Like the missionaries, commercial men are leaving Turkey. They cannot compete with the new monopolies, abetted by the grafting and dilatory, unfair, unbusinesslike ways of the present Government. The Constantinople representative of one of our large tobacco companies has been months withdrawing his firm from the country, and the end has by no means arrived. Three times he had unpacked his office furniture, which he planned to move to Greece, for inspection, when last I saw him, and still had little hope of getting out when I left. An Englishman who held the lightering contracts with most foreign ships touching at Constantinople was forced more than a year ago to work exclusively for the harbor monopoly, and at last accounts had not received a piaster for his services.

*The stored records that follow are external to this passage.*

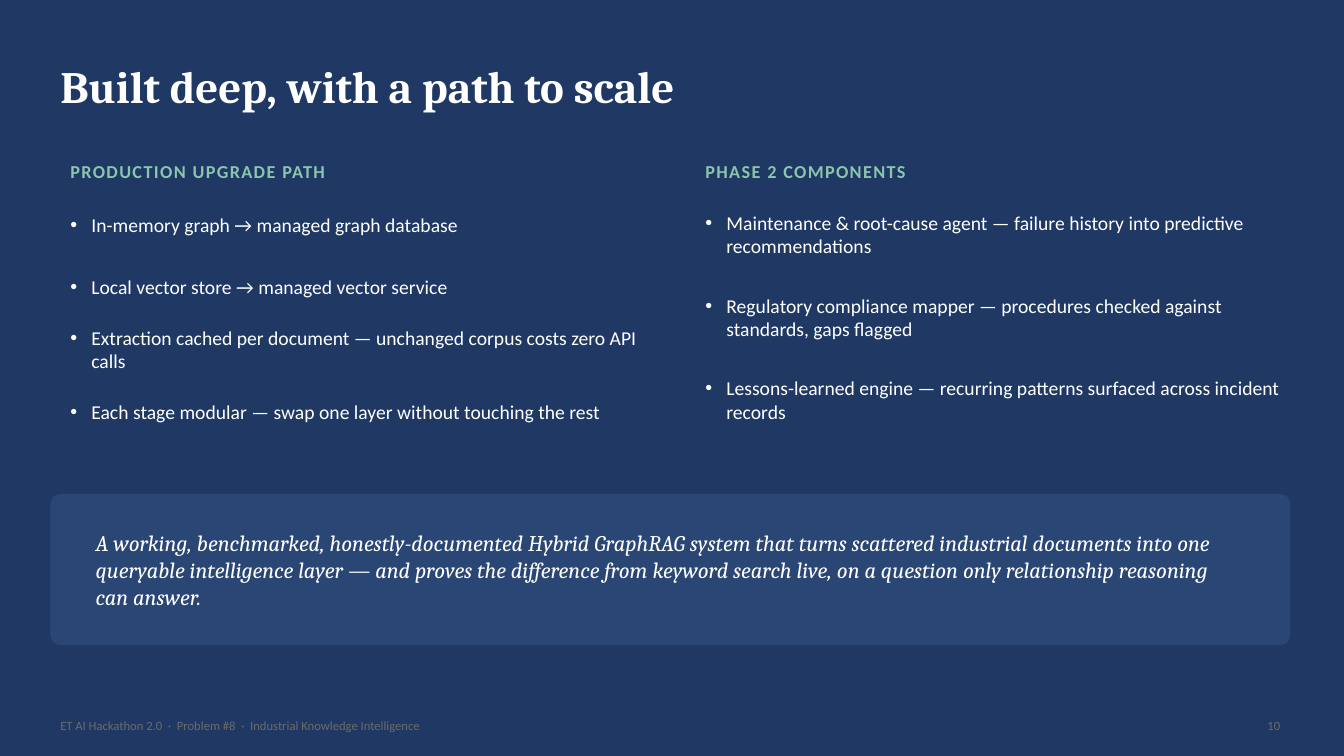
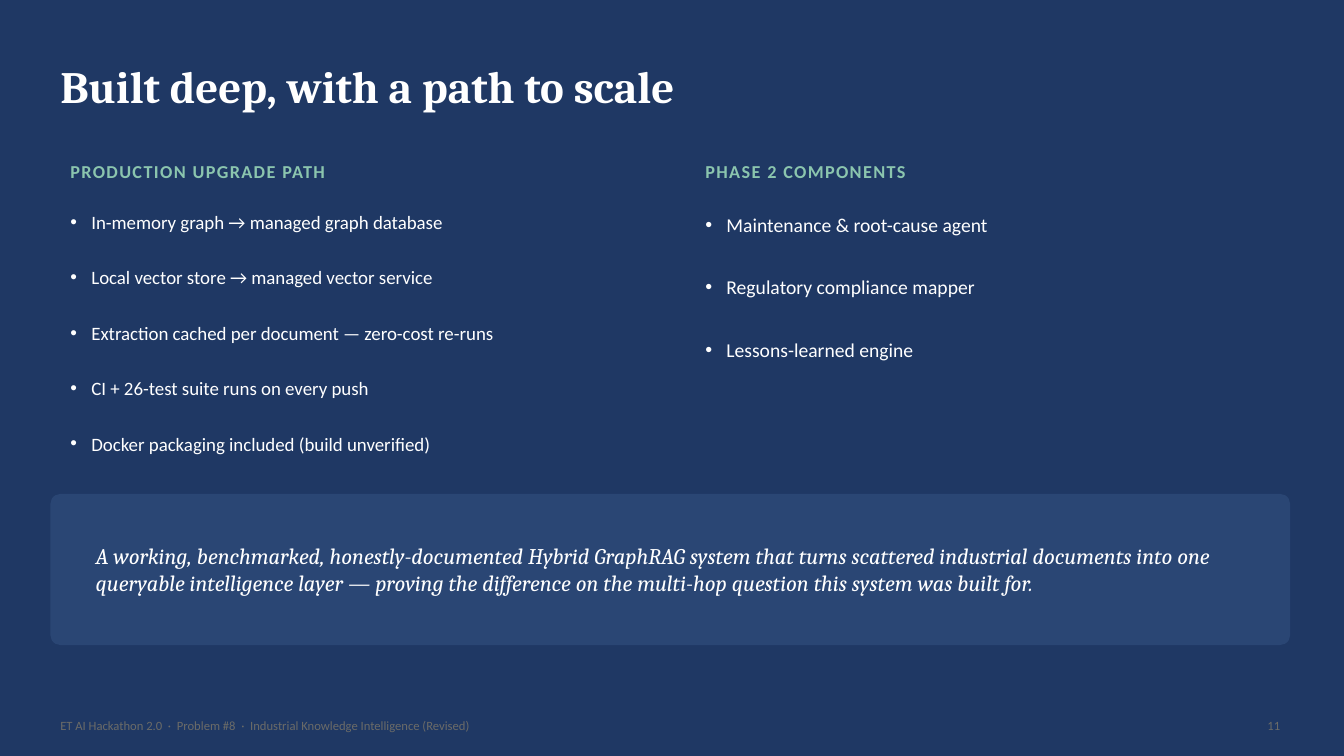
Before and after one commit to JOTHEESS/ET_HACKATHLAON-, a slide deck: slide 11 of Industrial_Knowledge_Intelligence_Deck.pptx (slide 10 before the commit). Drawn at 1344x756 pixels with LibreOffice and Linux fonts; fonts in the diff are those of the drawing. Boxes give left, top, right and bottom in pixels: in the first picture for what was removed or moved away, otherwise in the second. Text is boxed around its words. In the diff, an @@ line names an element or a change of style, - is before the commit and + after.

Commit message:
Update detailed document and deck with verified hardening-pass metrics (Q01 1.00, overall 0.83/0.81 @12, 0.70/0.76 @5)

```diff
--- a/Industrial_Knowledge_Intelligence_Deck.pptx
+++ b/Industrial_Knowledge_Intelligence_Deck.pptx
@@ text "In-memory graph → managed graph ..." at bbox=[91, 216, 442, 233]: size 14 to 13.5 pt @@
@@ text at bbox=[726, 218, 988, 236]: text changed @@
-• Maintenance & root-cause agent — failure history into predictive recommendations
+• Maintenance & root-cause agent
@@ text "Local vector store → managed ..." at bbox=[91, 271, 433, 288]: size 14 to 13.5 pt @@
@@ text "Local vector store → managed ...": place and size @@
-text "Local vector store → managed ..." at bbox=[91, 280, 447, 298]
+text "Local vector store → managed ..." at bbox=[91, 271, 433, 288]
@@ text at bbox=[726, 280, 974, 298]: text changed @@
-• Regulatory compliance mapper — procedures checked against standards, gaps flagged
+• Regulatory compliance mapper
@@ text at bbox=[91, 327, 493, 343]: text changed; size 14 to 13.5 pt @@
-• Extraction cached per document — unchanged corpus costs zero API calls
+• Extraction cached per document — zero-cost re-runs
@@ text at bbox=[726, 343, 913, 361]: text changed @@
-• Lessons-learned engine — recurring patterns surfaced across incident records
+• Lessons-learned engine
@@ text added at bbox=[91, 382, 369, 398], 13.5 pt, text #FFFFFF @@
+• CI + 26-test suite runs on every push
@@ text removed at bbox=[91, 405, 599, 423] @@
-• Each stage modular — swap one layer without touching the rest
@@ text added at bbox=[91, 437, 430, 455], 13.5 pt, text #FFFFFF @@
+• Docker packaging included (build unverified)
@@ text at bbox=[96, 548, 1209, 596]: text changed @@
-A working, benchmarked, honestly-documented Hybrid GraphRAG system that turns scattered industrial documents into one queryable intelligence layer — and proves the difference from keyword search live, on a question only relationship reasoning can answer.
+A working, benchmarked, honestly-documented Hybrid GraphRAG system that turns scattered industrial documents into one queryable intelligence layer — proving the difference on the multi-hop question this system was built for.
@@ text at bbox=[60, 721, 469, 732]: text changed @@
-ET AI Hackathon 2.0 · Problem #8 · Industrial Knowledge Intelligence
+ET AI Hackathon 2.0 · Problem #8 · Industrial Knowledge Intelligence (Revised)
@@ text at bbox=[1267, 722, 1280, 730]: text changed @@
-10
+11
```
Also in this commit, not shown: 9 other slides changed, 1 slide added, 1 other file.

In the old days the Sultans rewarded their favorites by farming out the taxes among them and permitting them to keep a large proportion of the collections. While taxes are far worse now than under the Sultans--being ubiquitous, arbitrary, yet bringing the people by no means benefits in proportion--the new stunt is the granting of monopolies. The present Government, disguised under the name of republic, is a closed corporation of a score or so of men close to Kemal. Most of them have done things which make it impossible safely to break with the dictator, however much they may wish to do so. These worthy Kemalists of high rank are given monopolies on many of the things of prime necessity. There are monopolies on almost everything--salt, sugar, tobacco, liquor, harbor rights, radio, even bathing; it is illegal to go swimming in Turkey except from an authorized bathhouse, after paying the corresponding fee to the monopolist. The poor hamals, or human pack-horses, that one still sees carrying atrocious loads in Constantinople and other parts of Turkey now toil for bare food, while the profits of their grueling labors go to the political favorite who holds the hamal monopoly. Under the Sultans many of them (Kurds to a large extent) laid aside what to them were fortunes and went home to spend the last years of their lives in ease.